Nate bounced along the southern U.S. border during the weekend, making landfall twice as a Category 1 hurricane. The National Hurricane Center in Miami, Fla., said Monday that Nate is now a post-tropical cyclone moving northeast through the central Appalachian region. A few inches of rain are expected for parts of New England.

A spokesperson for Norwegian energy company Statoil told UPI there were no operational updates for its Titan platform as of Monday morning.

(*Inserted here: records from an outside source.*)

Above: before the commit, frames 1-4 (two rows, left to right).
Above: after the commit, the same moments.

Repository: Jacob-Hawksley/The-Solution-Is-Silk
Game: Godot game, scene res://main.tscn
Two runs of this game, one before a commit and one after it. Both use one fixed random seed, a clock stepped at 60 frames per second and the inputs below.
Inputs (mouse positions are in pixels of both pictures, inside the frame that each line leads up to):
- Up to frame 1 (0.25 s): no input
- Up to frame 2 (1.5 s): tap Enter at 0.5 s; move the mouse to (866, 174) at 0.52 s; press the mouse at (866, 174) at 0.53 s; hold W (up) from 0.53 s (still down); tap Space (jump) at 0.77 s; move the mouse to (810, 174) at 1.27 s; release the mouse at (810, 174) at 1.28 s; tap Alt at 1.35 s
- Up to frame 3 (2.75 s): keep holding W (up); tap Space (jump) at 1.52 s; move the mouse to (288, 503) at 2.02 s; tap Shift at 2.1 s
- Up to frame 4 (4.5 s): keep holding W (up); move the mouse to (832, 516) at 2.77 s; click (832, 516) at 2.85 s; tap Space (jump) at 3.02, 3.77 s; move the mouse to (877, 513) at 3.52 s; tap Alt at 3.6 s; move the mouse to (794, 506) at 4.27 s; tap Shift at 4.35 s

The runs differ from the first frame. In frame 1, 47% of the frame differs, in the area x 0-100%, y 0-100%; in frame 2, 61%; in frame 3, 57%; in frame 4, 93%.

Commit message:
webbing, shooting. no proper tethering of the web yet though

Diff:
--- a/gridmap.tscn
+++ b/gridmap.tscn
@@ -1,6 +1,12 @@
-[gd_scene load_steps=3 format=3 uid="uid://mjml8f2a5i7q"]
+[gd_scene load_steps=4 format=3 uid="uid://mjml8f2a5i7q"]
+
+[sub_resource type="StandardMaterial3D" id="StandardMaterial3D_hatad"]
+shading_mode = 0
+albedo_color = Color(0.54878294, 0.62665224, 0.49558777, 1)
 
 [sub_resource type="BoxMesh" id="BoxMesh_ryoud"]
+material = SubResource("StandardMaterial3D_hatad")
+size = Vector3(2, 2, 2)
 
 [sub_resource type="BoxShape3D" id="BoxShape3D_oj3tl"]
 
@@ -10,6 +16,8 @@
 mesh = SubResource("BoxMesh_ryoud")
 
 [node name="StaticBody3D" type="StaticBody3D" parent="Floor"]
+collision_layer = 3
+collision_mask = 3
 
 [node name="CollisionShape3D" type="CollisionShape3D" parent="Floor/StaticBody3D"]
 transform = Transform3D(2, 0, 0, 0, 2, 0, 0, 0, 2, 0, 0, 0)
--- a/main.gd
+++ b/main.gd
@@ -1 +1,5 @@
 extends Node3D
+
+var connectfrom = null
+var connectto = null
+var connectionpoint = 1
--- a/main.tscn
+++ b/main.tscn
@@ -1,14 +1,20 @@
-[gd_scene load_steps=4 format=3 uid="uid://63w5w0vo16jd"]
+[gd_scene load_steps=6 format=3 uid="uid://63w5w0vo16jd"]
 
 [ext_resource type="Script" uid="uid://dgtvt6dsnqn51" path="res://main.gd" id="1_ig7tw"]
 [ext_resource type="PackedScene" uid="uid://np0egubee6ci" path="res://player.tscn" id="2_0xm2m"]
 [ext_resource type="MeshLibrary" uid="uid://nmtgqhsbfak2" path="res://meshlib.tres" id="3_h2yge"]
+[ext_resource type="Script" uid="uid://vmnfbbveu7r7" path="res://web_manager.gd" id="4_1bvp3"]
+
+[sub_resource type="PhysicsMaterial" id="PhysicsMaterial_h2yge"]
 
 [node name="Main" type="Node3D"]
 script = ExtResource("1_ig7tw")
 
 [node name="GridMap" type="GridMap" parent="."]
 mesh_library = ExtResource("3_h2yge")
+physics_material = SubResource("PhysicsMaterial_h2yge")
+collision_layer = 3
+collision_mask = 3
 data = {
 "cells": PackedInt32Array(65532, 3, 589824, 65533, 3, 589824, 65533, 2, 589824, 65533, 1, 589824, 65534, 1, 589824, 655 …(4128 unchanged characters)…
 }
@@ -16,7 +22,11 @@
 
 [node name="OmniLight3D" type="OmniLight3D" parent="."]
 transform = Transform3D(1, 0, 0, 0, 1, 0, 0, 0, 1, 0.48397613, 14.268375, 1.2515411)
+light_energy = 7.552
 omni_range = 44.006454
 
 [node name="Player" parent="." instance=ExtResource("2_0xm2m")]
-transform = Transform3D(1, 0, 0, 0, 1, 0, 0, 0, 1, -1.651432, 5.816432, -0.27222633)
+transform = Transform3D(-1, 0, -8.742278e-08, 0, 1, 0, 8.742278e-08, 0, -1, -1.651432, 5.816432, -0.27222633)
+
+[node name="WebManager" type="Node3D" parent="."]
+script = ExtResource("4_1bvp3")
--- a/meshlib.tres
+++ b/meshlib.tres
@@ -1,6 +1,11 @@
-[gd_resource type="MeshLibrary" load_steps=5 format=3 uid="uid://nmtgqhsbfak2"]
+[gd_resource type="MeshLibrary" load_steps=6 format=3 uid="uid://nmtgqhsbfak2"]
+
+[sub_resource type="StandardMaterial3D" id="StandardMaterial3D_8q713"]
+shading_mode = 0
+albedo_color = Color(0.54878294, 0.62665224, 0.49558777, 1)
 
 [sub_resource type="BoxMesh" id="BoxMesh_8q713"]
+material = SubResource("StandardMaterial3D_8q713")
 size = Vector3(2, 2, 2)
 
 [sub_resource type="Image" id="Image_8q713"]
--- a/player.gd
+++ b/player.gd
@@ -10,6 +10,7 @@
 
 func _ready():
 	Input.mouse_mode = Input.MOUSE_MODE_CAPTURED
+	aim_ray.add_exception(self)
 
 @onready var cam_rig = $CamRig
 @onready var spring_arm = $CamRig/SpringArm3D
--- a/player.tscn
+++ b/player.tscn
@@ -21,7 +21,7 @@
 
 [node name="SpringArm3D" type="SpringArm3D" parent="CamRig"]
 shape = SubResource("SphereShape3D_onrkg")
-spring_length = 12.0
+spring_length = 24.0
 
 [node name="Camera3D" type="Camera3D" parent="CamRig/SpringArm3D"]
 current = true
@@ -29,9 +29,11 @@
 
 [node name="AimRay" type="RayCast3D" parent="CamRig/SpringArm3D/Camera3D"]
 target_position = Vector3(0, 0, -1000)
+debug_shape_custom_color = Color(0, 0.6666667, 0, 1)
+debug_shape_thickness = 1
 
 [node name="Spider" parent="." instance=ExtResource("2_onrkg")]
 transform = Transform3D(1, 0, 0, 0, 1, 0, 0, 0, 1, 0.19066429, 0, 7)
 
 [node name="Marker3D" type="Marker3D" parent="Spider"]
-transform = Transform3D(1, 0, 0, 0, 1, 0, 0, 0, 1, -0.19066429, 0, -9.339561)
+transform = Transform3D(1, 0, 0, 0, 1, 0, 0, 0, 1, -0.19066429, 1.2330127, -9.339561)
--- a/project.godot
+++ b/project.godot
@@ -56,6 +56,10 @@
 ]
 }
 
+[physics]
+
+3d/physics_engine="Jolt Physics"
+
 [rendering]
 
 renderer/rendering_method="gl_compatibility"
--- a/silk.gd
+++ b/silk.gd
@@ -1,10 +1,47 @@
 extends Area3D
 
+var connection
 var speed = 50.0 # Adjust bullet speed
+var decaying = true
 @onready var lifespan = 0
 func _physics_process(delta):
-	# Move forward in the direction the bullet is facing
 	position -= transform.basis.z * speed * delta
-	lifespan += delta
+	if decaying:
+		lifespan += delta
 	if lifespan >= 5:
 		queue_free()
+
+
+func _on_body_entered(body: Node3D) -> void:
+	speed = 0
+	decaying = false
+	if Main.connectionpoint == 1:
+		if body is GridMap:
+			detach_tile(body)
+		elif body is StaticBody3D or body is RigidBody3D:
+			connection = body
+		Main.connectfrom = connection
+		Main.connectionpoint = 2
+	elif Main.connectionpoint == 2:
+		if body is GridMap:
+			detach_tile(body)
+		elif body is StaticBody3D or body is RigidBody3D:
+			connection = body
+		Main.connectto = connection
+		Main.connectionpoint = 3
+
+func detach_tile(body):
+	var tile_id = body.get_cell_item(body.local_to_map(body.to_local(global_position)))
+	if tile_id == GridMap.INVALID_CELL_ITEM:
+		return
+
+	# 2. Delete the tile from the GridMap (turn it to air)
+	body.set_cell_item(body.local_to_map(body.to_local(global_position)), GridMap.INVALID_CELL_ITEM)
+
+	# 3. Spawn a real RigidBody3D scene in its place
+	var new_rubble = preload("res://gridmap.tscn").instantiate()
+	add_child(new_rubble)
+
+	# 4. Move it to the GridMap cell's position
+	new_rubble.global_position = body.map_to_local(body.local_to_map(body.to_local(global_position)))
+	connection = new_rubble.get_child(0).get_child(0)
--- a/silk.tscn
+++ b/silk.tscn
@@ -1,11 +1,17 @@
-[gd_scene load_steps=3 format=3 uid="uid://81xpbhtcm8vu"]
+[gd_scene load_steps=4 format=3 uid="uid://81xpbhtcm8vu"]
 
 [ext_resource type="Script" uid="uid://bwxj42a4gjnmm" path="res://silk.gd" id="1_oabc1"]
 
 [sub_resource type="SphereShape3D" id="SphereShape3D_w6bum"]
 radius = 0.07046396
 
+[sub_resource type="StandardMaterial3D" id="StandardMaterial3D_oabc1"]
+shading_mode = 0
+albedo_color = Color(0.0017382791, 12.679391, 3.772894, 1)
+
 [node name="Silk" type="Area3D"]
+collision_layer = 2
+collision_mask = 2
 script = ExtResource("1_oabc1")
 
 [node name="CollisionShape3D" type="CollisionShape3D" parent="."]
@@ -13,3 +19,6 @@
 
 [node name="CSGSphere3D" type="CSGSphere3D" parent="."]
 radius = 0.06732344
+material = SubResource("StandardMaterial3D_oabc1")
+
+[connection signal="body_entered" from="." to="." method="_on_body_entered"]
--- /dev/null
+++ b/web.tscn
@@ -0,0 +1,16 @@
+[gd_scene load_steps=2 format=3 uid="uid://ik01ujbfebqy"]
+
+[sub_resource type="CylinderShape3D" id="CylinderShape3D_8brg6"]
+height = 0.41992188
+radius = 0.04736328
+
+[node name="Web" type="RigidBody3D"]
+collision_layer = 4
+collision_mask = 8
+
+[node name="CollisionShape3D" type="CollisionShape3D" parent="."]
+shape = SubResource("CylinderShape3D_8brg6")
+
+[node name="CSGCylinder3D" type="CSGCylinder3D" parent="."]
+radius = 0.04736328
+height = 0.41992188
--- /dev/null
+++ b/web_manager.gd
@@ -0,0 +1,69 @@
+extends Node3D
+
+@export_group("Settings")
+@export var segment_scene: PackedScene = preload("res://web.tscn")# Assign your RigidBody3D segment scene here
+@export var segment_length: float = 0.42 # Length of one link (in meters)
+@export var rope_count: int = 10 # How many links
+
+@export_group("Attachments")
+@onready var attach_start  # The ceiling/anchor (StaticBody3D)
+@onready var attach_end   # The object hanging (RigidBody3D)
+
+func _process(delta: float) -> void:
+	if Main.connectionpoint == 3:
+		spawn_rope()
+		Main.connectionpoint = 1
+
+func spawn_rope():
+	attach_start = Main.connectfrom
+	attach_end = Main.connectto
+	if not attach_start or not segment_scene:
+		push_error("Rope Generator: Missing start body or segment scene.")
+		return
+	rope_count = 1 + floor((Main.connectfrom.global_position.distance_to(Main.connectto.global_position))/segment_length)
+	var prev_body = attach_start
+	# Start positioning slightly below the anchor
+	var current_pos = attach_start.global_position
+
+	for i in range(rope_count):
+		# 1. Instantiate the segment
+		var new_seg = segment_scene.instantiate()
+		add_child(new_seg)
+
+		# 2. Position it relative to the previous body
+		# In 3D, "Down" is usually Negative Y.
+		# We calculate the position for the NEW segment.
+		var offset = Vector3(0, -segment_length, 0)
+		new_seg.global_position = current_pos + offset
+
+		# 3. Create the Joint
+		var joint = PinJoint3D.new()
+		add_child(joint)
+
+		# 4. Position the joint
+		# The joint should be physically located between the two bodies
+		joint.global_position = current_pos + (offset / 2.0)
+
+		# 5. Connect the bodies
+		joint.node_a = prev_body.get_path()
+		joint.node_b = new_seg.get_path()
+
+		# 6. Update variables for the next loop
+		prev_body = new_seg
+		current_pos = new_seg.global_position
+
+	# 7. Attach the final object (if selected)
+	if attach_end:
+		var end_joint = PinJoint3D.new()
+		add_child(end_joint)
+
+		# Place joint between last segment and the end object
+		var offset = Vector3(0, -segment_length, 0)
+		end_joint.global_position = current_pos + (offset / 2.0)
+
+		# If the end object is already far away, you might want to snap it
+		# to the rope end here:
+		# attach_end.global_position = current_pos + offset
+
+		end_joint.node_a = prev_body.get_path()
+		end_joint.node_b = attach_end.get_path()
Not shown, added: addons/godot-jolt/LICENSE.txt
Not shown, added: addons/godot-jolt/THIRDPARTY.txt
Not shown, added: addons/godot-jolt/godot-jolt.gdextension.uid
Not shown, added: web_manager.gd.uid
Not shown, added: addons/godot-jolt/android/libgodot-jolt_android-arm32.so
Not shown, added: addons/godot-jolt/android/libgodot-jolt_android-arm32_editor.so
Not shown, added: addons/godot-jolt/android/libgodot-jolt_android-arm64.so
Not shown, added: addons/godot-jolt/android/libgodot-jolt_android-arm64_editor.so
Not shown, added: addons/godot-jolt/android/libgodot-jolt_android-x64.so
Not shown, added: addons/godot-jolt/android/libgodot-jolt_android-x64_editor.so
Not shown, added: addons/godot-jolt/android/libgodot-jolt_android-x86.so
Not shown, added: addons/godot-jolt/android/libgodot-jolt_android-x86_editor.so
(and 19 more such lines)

Staff was pulled from the platform, which was not in production at the time, last week.

Anadarko Petroleum said in an update from Sunday evening that it was in the process of redeploying personnel to its facilities in the Gulf of Mexico.

"We expect to resume production as quickly and safely as possible," the company stated.

As of Sunday afternoon, 298 of the 737 manned platforms in the Gulf of Mexico were evacuated, according to the U.S. Energy Department. Nine of the 13 ports in the southern region were closed still.

The government said that about 92 percent of the total Gulf oil production and 77 percent of the natural gas production was offline because of the impact from Nate. Two refineries, which at a combined capacity of 587,000 barrels per day represented 6 percent of the total regional capacity, were closed down, though one of those was expected to begin the process of restarting by Monday morning.

The Gulf of Mexico accounts for about 17 percent of total U.S. crude oil production.

Nate's landfall came as the southern United States was still recovering from the impact from Hurricanes Harvey and Irma. Harvey made landfall in Texas in late August and knocked out much of the regional refining capacity. Irma followed later in September and upended the nation's energy sector when it hit Florida, which has no refineries of its own.